I .Overview

In the paper printing production, there are processes related to winding operations such as unwinding and rewinding, the paper tension changes dynamically. If the tension is too small, the paper will become loose and wrinkled, and it will also deviate horizontally, resulting in uneven edges of the paper roll. If the tension is too large, it will cause the paper to be over-stretched, and raised ribs will appear on the surface of the paper. In severe cases, the paper may even be deformed and broken. In order to ensure the production efficiency, the surface quality of the paper and the neatness of the edges of the paper roll, it is very necessary to maintain a constant tension. This system ensures a constant tension on the paper by controlling the speeds of the paper feeding roller and the rewinding roller, which belongs to the synchronous control of speeds.

II. Solution

1. System

The system is composed of one paper feeding frequency inverter (Yolico YD33P7 T4 BN), one rewinding frequency inverter (Yolico YD37P5 T4 BN), one 2.2kW paper feeding motor, one 3.7kW rewinding motor, one potentiometer for the position identification of the floating roller, two encoders, one Yolico PG-B card, an input-output filter (optional), one Emerson EC10 PLC, one 2-channel analog input module and one 2-channel analog output module.
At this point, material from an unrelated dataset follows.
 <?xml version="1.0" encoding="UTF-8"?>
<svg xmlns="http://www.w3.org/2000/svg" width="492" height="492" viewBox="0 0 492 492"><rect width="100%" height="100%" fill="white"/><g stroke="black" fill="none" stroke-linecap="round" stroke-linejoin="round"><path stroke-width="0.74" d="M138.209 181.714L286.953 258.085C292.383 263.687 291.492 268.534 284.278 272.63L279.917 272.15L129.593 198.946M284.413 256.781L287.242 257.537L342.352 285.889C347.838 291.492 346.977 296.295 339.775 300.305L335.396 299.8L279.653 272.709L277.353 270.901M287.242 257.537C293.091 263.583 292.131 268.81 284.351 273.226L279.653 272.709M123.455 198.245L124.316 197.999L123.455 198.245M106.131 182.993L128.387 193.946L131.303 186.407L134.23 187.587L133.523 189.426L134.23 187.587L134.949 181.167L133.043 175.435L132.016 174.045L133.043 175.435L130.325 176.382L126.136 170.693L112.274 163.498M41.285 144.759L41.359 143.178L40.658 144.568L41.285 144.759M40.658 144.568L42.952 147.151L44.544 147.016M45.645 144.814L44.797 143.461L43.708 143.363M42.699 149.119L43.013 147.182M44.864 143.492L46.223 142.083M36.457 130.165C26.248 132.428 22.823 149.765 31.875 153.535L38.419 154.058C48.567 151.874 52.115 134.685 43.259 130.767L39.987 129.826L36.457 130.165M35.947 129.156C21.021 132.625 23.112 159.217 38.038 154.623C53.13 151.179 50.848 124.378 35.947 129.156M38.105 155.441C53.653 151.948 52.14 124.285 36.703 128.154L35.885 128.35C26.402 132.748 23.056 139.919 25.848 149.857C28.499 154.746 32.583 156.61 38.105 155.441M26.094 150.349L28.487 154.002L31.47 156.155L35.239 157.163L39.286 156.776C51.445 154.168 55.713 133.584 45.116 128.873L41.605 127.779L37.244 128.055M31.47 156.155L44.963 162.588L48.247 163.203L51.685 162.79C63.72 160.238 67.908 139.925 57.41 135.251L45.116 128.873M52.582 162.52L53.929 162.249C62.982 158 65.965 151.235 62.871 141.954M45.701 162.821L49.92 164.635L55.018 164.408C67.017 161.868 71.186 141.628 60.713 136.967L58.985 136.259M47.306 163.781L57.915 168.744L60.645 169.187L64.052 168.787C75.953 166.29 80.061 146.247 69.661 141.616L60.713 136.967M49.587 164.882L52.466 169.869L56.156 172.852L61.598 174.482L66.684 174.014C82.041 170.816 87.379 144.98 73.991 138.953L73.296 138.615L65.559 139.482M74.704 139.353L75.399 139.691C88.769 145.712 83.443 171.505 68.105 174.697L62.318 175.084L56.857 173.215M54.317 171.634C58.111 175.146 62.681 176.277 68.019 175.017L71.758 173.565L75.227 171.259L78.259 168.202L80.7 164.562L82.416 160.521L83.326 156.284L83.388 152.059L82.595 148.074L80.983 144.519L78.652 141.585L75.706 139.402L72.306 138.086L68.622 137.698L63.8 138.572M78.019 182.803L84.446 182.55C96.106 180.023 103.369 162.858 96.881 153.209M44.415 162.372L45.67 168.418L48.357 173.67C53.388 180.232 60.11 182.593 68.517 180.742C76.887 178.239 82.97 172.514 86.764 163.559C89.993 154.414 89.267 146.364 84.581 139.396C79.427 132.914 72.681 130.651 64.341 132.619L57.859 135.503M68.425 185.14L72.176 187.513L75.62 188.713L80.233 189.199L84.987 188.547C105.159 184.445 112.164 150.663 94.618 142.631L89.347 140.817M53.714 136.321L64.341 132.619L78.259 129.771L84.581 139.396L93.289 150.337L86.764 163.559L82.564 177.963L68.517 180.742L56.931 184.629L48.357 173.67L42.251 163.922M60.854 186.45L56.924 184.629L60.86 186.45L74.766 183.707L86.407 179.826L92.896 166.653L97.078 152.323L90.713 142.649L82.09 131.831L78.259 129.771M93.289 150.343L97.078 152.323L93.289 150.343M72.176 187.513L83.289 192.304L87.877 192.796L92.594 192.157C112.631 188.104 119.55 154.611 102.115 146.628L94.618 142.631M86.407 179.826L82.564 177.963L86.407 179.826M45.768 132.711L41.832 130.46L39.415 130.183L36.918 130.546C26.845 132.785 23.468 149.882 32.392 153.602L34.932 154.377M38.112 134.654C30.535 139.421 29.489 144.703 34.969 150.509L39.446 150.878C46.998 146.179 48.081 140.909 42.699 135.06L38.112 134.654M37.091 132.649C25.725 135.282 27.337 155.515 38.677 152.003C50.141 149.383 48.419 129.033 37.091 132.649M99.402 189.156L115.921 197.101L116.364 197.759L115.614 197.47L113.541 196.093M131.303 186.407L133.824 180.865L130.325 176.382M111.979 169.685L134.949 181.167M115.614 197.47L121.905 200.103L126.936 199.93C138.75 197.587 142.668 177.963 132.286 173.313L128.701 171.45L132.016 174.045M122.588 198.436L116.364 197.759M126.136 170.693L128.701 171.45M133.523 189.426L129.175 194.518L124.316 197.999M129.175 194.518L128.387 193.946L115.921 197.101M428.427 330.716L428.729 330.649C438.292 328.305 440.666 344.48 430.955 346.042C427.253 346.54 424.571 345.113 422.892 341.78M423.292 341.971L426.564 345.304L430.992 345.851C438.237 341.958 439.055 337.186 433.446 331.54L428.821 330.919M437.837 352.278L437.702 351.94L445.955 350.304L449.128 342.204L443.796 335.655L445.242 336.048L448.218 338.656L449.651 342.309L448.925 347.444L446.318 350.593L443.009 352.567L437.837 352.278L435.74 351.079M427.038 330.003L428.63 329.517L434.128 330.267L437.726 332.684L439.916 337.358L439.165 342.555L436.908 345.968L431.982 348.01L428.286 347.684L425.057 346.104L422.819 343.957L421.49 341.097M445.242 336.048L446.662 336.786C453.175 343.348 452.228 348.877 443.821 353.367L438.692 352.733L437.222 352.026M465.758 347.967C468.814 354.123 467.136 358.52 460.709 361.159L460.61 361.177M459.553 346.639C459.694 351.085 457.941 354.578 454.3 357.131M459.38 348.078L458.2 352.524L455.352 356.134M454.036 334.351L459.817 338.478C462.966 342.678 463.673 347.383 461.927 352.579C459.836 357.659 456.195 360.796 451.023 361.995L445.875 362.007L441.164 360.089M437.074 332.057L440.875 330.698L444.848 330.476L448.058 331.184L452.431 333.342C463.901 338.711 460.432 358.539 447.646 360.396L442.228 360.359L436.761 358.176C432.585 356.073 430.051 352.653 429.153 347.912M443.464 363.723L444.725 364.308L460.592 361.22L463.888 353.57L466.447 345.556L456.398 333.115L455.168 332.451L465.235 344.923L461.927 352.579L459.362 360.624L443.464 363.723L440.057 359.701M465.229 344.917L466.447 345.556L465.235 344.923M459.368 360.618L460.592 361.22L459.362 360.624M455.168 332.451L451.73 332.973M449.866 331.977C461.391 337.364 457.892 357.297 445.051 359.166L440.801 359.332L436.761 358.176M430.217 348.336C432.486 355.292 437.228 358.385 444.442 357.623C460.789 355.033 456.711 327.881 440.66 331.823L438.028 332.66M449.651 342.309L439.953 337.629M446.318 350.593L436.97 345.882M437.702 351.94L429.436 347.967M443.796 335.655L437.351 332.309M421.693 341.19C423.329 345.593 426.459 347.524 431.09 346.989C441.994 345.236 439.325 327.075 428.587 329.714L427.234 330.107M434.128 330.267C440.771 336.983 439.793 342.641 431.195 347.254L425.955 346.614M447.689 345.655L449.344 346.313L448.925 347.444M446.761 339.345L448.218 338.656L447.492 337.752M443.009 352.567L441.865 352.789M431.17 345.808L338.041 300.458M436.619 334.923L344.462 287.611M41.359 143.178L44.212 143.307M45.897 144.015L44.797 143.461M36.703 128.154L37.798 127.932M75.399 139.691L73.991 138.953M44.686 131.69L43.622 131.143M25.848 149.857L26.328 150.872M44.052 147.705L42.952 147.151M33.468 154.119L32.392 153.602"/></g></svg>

The main mechanical parts include the paper feeding roller, the floating roller, the length measuring roller, the floating roller cylinder and the rewinding roller.

2. System Description and Block Diagram

The system ensures the tension on the paper remains constant by controlling the linear speeds to be the same of the paper feeding roller and the paper winding drum. The tension’s magnitude is determined by the pressure of the cylinder on the floating roller (since the swinging amplitude of the floating roller is not large, changing the pressure of the cylinder can change the tension on the paper). During the winding operation, as the diameter of the paper winding drum is constantly changing, in order to control the winding linear speed to be consistent with the paper feeding linear speed, the diameter of the paper winding drum must be calculated in real-time during the winding process.

Yolico YD53P7 frequency inverter is used to control the paper feeding motor to regulate the running speed of the paper. It operates in an open-loop vector control mode, and the frequency command is given by one of the analog output (AO) ports of the PLC. This signal is controlled by the speed-up/speed-down buttons connected to the digital input ports of the PLC (when the speed-up button is pressed, the speed rises slowly and steadily; when the speed-down button is pressed, the speed drops slowly and steadily). The speed of the winding motor is controlled by a Yolico YD37P5 T4 BN frequency inverter, which operates in a closed-loop vector control mode. The frequency command is also given by one of the AO ports of the PLC. This frequency command is related to the frequency command of the paper feeding frequency inverter, the diameter ratio between the paper feeding roller and the winding roller, the mechanical transmission ratio, and the position quantity detected by the potentiometer of the floating roller. The commands of the two AO ports are given simultaneously after calculation. The winding encoder is used to detect the number of revolutions of the winding roller within a unit time and for the vector control of the winding motor. The length measuring encoder is used to detect the length of the paper fed within a unit time. The analog quantity output by the potentiometer for detecting the floating roller is sent to the analog input (AI) port of the PLC, which is used to detect the stress condition of the paper and the position of the floating roller, and to make compensation for the speed of the winding roller.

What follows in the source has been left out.